(PROBLEM STATEMENT) Start at the top of the records and, please, print each line exactly through the line that contains "size = Vector2(40, 40)", leaving out all pictures.

(DATA SUPPLIED)
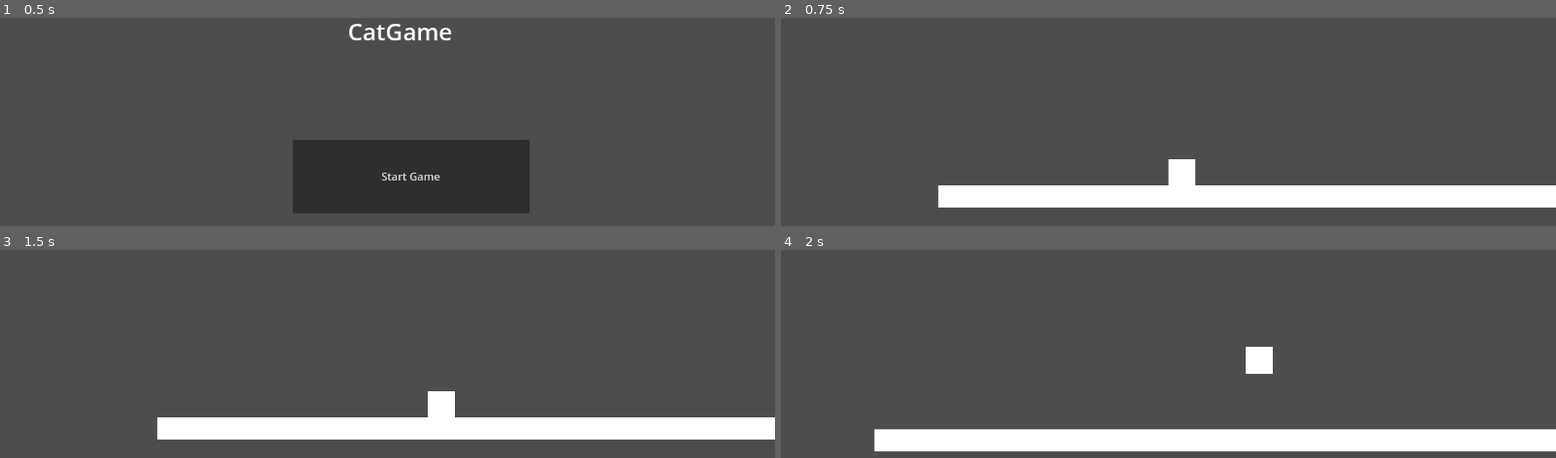
Above: before the commit, frames 1-4 (two rows, left to right).
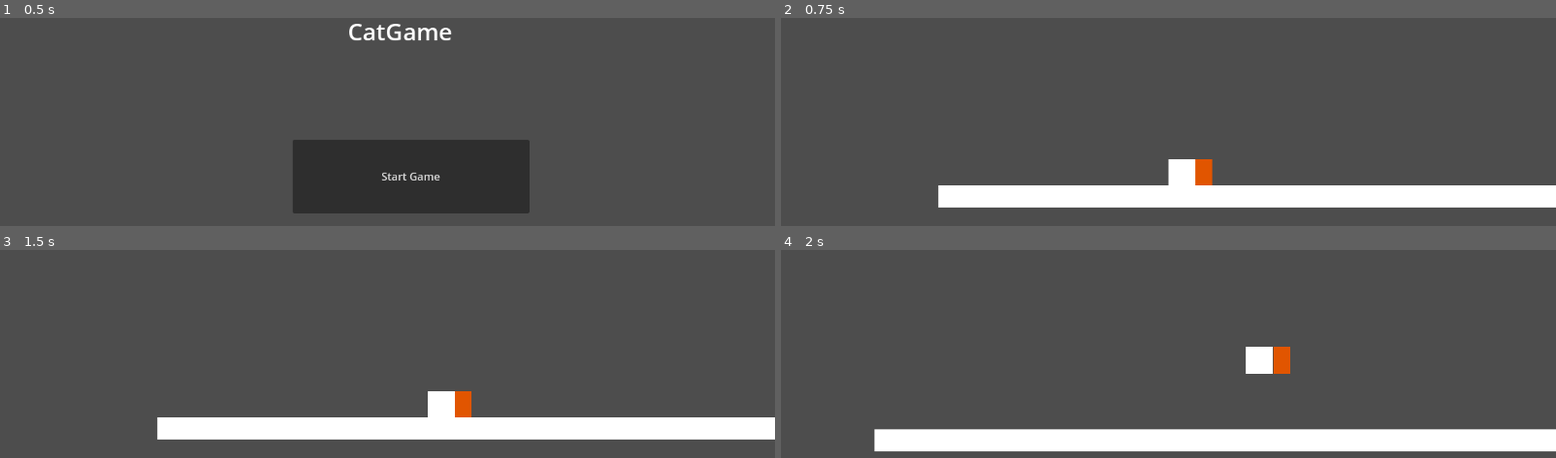
Above: after the commit, the same moments.

Repository: xavman096/CatGame
Game: Godot game, scene res://Scenes/MainMenu.tscn
The game is run twice, just before and just after one commit, with the same random seed, the same clock (stepped at 60 frames per second) and the same inputs.
Inputs:
- Up to frame 1 (0.5 s): no input
- Up to frame 2 (0.75 s): click "Start Game" at 0.5 s
- Up to frame 3 (1.5 s): tap Enter at 1.25 s; hold Right (Forward) from 1.28 s (still down); tap A (Attack) at 1.35 s
- Up to frame 4 (2 s): keep holding Right (Forward); tap Up (Jump) at 1.52 s

Frame 1 is identical in both runs. In frame 2, 0.3% of the frame differs, in the area x 53-56%, y 67-81%; in frame 3, 0.3%; in frame 4, 0.3%, in the area x 63-66%, y 46-60%.

Commit message:
Pushed code that doesnt work :)

Diff:
--- a/Scenes/Kitchen.tscn
+++ b/Scenes/Kitchen.tscn
@@ -1,30 +1,46 @@
-[gd_scene load_steps=4 format=3 uid="uid://bcnccfiuyayep"]
+[gd_scene load_steps=5 format=3 uid="uid://bcnccfiuyayep"]
 
 [ext_resource type="Script" path="res://Scripts/PlayerMovement.gd" id="1_p8js6"]
 
 [sub_resource type="RectangleShape2D" id="RectangleShape2D_7jan4"]
 size = Vector2(40, 40)
 
+[sub_resource type="RectangleShape2D" id="RectangleShape2D_jf7o1"]
+size = Vector2(25, 40)
+
 [sub_resource type="RectangleShape2D" id="RectangleShape2D_nwe4h"]
 size = Vector2(1151.75, 34)
 
 [node name="Kitchen" type="Node2D"]
 
-[node name="Player" type="CharacterBody2D" parent="."]
+[node name="Player" type="Sprite2D" parent="."]
 position = Vector2(342, 573)
+
+[node name="Player" type="CharacterBody2D" parent="Player"]
 script = ExtResource("1_p8js6")
 
-[node name="CollisionShape2D" type="CollisionShape2D" parent="Player"]
+[node name="CollisionShape2D" type="CollisionShape2D" parent="Player/Player"]
 position = Vector2(20, 20)
 shape = SubResource("RectangleShape2D_7jan4")
 
-[node name="ColorRect" type="ColorRect" parent="Player"]
+[node name="Camera2D" type="Camera2D" parent="Player/Player"]
+drag_horizontal_enabled = true
+drag_vertical_enabled = true
+
+[node name="ColorRect" type="ColorRect" parent="Player/Player"]
 offset_right = 40.0
 offset_bottom = 40.0
 
-[node name="Camera2D" type="Camera2D" parent="Player"]
-drag_horizontal_enabled = true
-drag_vertical_enabled = true
+[node name="AttackHitbox" type="CollisionShape2D" parent="Player/Player"]
+position = Vector2(52.5, 20)
+shape = SubResource("RectangleShape2D_jf7o1")
+
+[node name="ColorRect" type="ColorRect" parent="Player/Player/AttackHitbox"]
+offset_left = -12.0
+offset_top = -20.0
+offset_right = 13.0
+offset_bottom = 20.0
+color = Color(0.883637, 0.332035, 0, 1)
 
 [node name="StaticBody2D" type="StaticBody2D" parent="."]
 
--- a/Scripts/PlayerMovement.gd
+++ b/Scripts/PlayerMovement.gd
@@ -3,6 +3,8 @@
 
 const SPEED = 300.0
 const JUMP_VELOCITY = -400.0
+var AttackCooldown = 0.6;
+var CharacterDirection = 1
 
 # Get the gravity from the project settings to be synced with RigidBody nodes.
 var gravity = ProjectSettings.get_setting("physics/2d/default_gravity")
@@ -17,6 +19,9 @@
 	if Input.is_action_just_pressed("Jump") and is_on_floor():
 		velocity.y = JUMP_VELOCITY
 
+	if Input.is_action_just_pressed("Attack") and AttackCooldown <= 0:
+		pass
+
 	# Get the input direction and handle the movement/deceleration.
 	# As good practice, you should replace UI actions with custom gameplay actions.
 	var direction = Input.get_axis("Backward", "Forward")
@@ -25,4 +30,13 @@
 	else:
 		velocity.x = move_toward(velocity.x, 0, SPEED)
 
+	# this doesnt currently work but im too lazy to fix it
+	if direction == 1 and CharacterDirection == -1:
+		get_parent().flip_h = true
+		CharacterDirection = -1
+
+	if direction == -1 and CharacterDirection == 1:
+		get_parent().flip_h = false
+		CharacterDirection = 1
+
 	move_and_slide()
Binary file added: Textures/LargeCounter.png
Not shown, added: Textures/LargeCounter.png.import
Binary file added: Textures/SmallCounter.png
Not shown, added: Textures/SmallCounter.png.import

(EXPECTED ANSWER)
Above: before the commit, frames 1-4 (two rows, left to right).
Above: after the commit, the same moments.

Repository: xavman096/CatGame
Game: Godot game, scene res://Scenes/MainMenu.tscn
The game is run twice, just before and just after one commit, with the same random seed, the same clock (stepped at 60 frames per second) and the same inputs.
Inputs:
- Up to frame 1 (0.5 s): no input
- Up to frame 2 (0.75 s): click "Start Game" at 0.5 s
- Up to frame 3 (1.5 s): tap Enter at 1.25 s; hold Right (Forward) from 1.28 s (still down); tap A (Attack) at 1.35 s
- Up to frame 4 (2 s): keep holding Right (Forward); tap Up (Jump) at 1.52 s

Frame 1 is identical in both runs. In frame 2, 0.3% of the frame differs, in the area x 53-56%, y 67-81%; in frame 3, 0.3%; in frame 4, 0.3%, in the area x 63-66%, y 46-60%.

Commit message:
Pushed code that doesnt work :)

Diff:
--- a/Scenes/Kitchen.tscn
+++ b/Scenes/Kitchen.tscn
@@ -1,30 +1,46 @@
-[gd_scene load_steps=4 format=3 uid="uid://bcnccfiuyayep"]
+[gd_scene load_steps=5 format=3 uid="uid://bcnccfiuyayep"]
 
 [ext_resource type="Script" path="res://Scripts/PlayerMovement.gd" id="1_p8js6"]
 
 [sub_resource type="RectangleShape2D" id="RectangleShape2D_7jan4"]
 size = Vector2(40, 40)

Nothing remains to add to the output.